All three options create tight coupling that breaks when you add language #12.

StyleIR: Facts, Not Judgments

StyleIR (src/style_ir/mod.rs) is a language-neutral fact layer. It stores counts — objective measurements extracted by adapters — not judgments about whether those counts are problematic.

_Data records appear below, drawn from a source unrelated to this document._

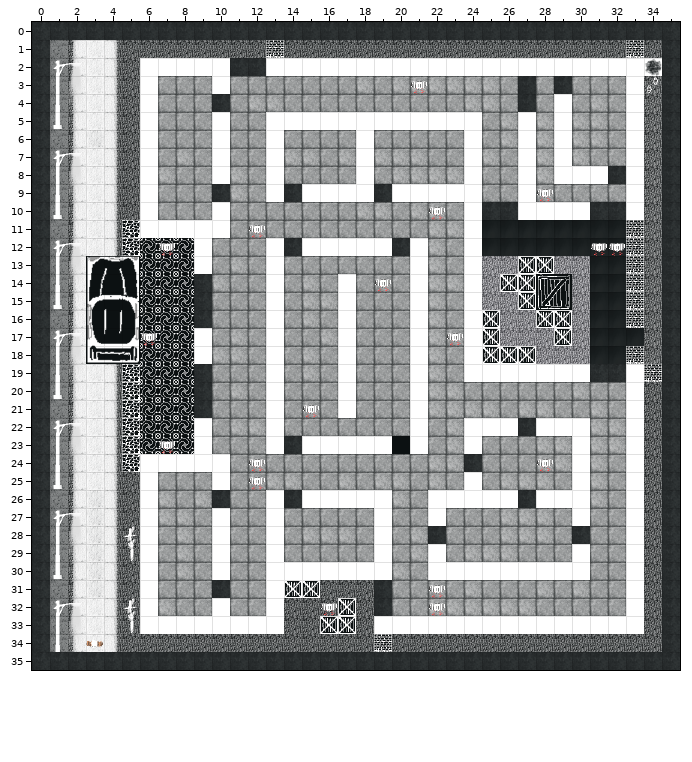
An edit to a level. Tiled map, assets/Level3.tmx. This is how it looked before the edit.
Cells are 30x30 px. Shown: x 0..35, y 0..35.
The result:
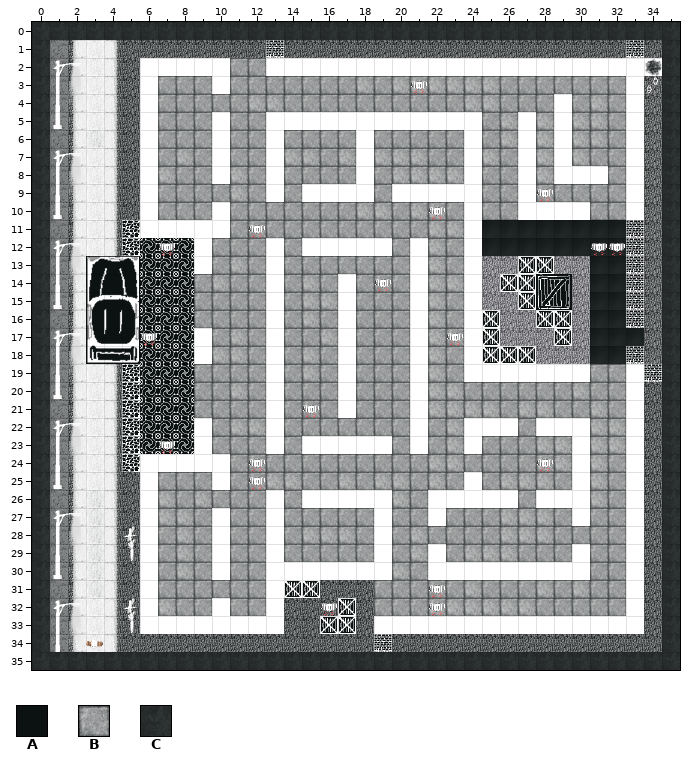
Key: from "TileSet": A 159, B 269, C 287.
_ is an empty cell.
Tiles replaced or removed in this view: A, C.
Changes in this commit:
Changed rows in their new state; . is an unchanged cell.
Layer "Background":
first column x 10:
 2 .BB.................
 3 .................B.B
 4 B................B..
first column x 9:
 8 .......................B
 9 .B...B....B.............
10 ................BB....BB
12 .....B.....B............
14 B.......................
15 B.......................
16 B.......................
19 B.....................BB
20 B.......................
21 B.......................
22 ..................B.....
23 .....B.....B............
24 ...............B........
26 .B...B............B.....
28 .............B.......B..
31 .B........B.............
32 ..........B.............
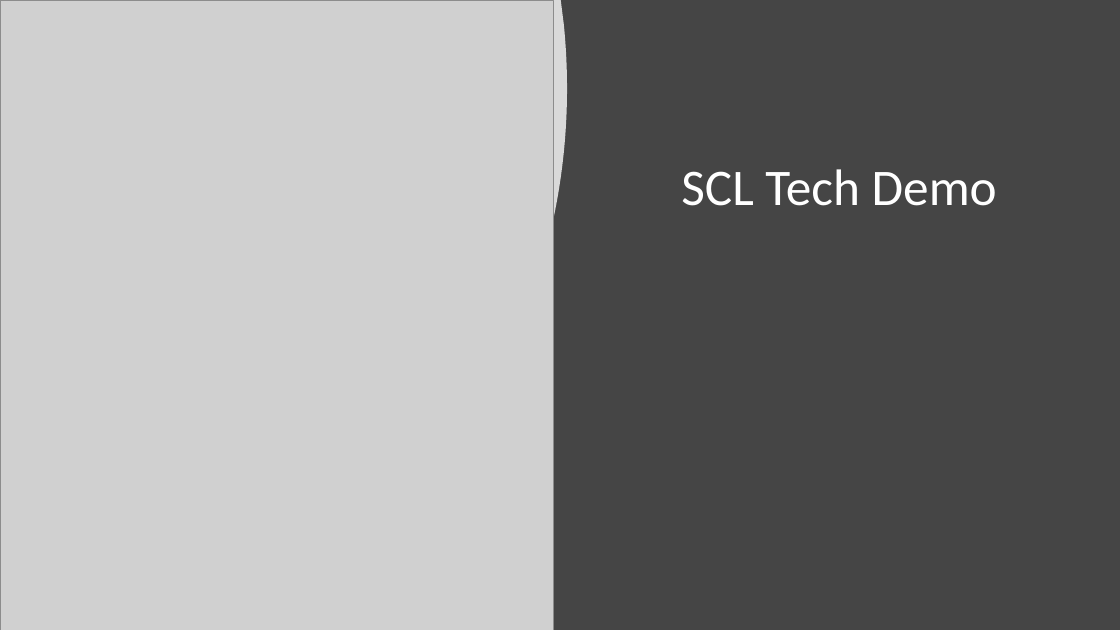
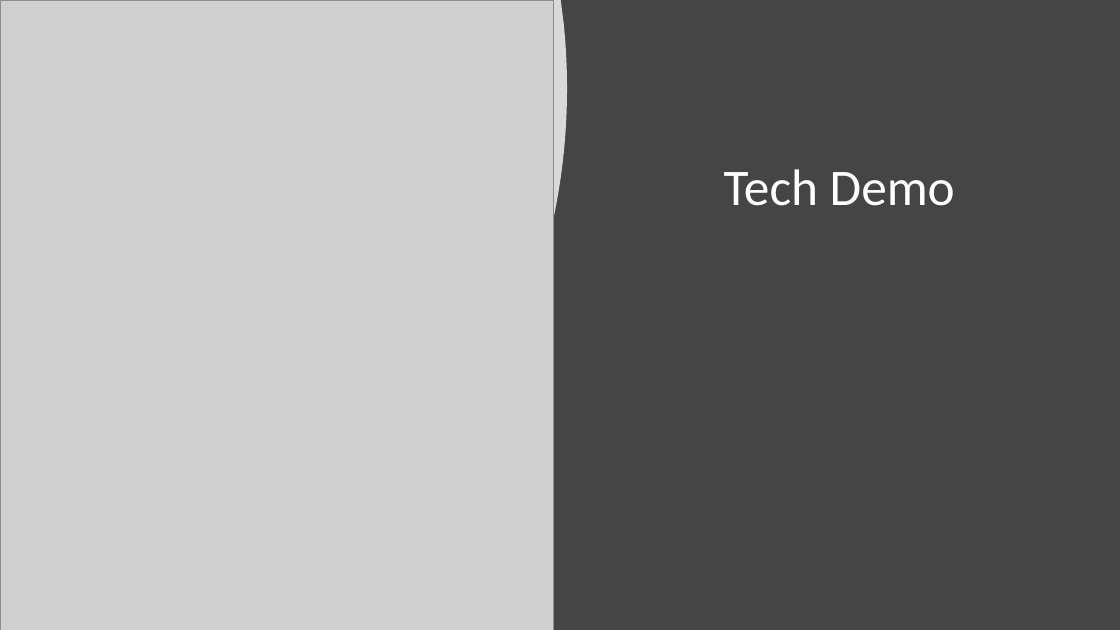
Before and after one commit to HamingnottT/Project1, a slide deck: slide 8 of PowerPoint/P1 - CoffeeShopAnalysis.pptx (slide 7 before the commit). Drawn at 1120x630 pixels with LibreOffice and Linux fonts; fonts in the diff are those of the drawing; grey boxes stand for pictures. Boxes give left, top, right and bottom in pixels: in the first picture for what was removed or moved away, otherwise in the second. Text is boxed around its words. In the diff, an @@ line names an element or a change of style, - is before the commit and + after.

```diff
--- a/PowerPoint/P1 - CoffeeShopAnalysis.pptx
+++ b/PowerPoint/P1 - CoffeeShopAnalysis.pptx
@@ title at (x1=724, y1=169, x2=955, y2=206): text changed @@
-SCL Tech Demo
+Tech Demo
```
Also in this commit, not shown: 1 other slide changed, 1 slide added.
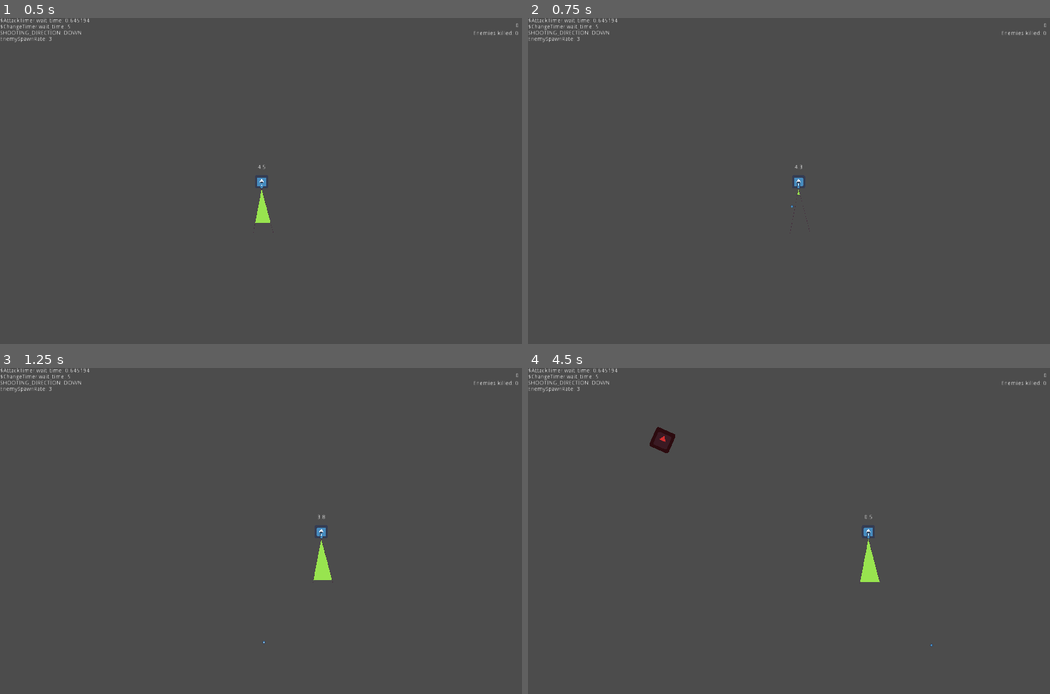
Above: before the commit, frames 1-4 (two rows, left to right).
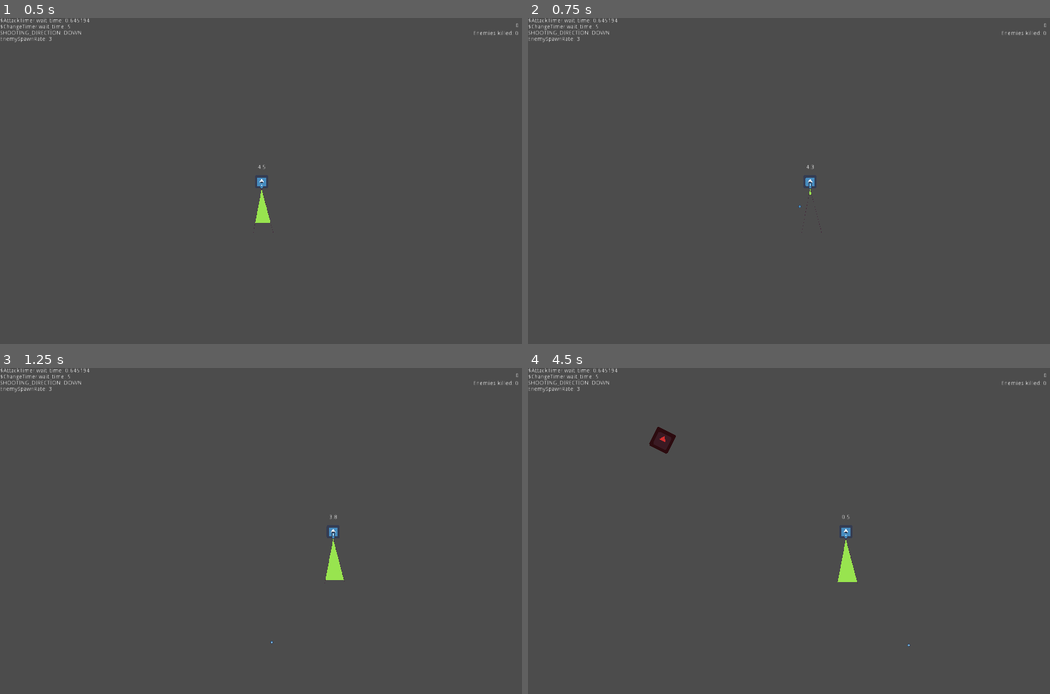
Above: after the commit, the same moments.

Repository: skarnl/gmtk-game-jam
Game: Godot game, scene res://screens/splash.tscn
The game is run twice, just before and just after one commit, with the same random seed, the same clock (stepped at 60 frames per second) and the same inputs. The engine's default icon, where the game draws it, is replaced by a stand-in: a white triangle on a blue panel in a dark square.
Inputs:
- Up to frame 1 (0.5 s): no input
- Up to frame 2 (0.75 s): tap Enter at 0.5 s; hold Right (ui_right) from 0.53 s (still down)
- Up to frame 3 (1.25 s): keep holding Right (ui_right)
- Up to frame 4 (4.5 s): release Right (ui_right) at 1.28 s; hold Down (ui_down) 1.28-2.03 s; hold Right (ui_right) 2.03-2.78 s; hold Up (ui_up) 2.78-3.53 s; hold Left (ui_left) from 3.53 s (still down)

Frame 1 is identical in both runs. In frame 2, 0.1% of the frame differs, in the area x 50-57%, y 44-67%; in frame 3, 0.5%; in frame 4, 0.6%, in the area x 23-78%, y 18-86%.

Commit message:
Simplified player movement

Diff:
--- a/entities/player.gd
+++ b/entities/player.gd
@@ -83,10 +83,10 @@
 	input_vector = input_vector.normalized()
 
 	if input_vector != Vector2.ZERO:
-		velocity = velocity.move_toward(input_vector * MAX_SPEED, ACCELERATION * delta)
+		velocity = input_vector * MAX_SPEED
 
 	else:
-		velocity = velocity.move_toward(Vector2.ZERO, FRICTION * delta)
+		velocity = Vector2.ZERO
 
 	move_and_slide(velocity)
 	_update_shooting_indicator()

// src/style_ir/mod.rs:55-133
pub struct StyleIr {
    pub language: Language,
    pub line_count: usize,
    pub functions: Vec<FunctionNode>,
    pub panic_call_count: usize,
    pub naming_violation_count: usize,
    pub deeply_nested_block_count: usize,
    pub debug_call_count: usize,
    pub excessive_param_count: usize,
    pub unsafe_block_count: usize,
    pub magic_number_count: usize,
    pub commented_out_lines: usize,
    pub todo_count: usize,
    pub goroutine_spawn_count: usize,
    pub defer_in_loop_count: usize,
    pub go_convention_count: usize,
    pub python_issue_count: usize,
    pub java_issue_count: usize,
    pub ruby_issue_count: usize,
    pub c_issue_count: usize,
    pub ts_issue_count: usize,
    pub js_issue_count: usize,
    pub swift_issue_count: usize,
    pub dead_code_count: usize,
    pub duplicate_import_count: usize,
}

The key insight: every field is a usize (or Vec<FunctionNode>). There are no language-specific types. A detector reading ir.panic_call_count does not know or care whether the panics came from Rust's unwrap() or Go's panic().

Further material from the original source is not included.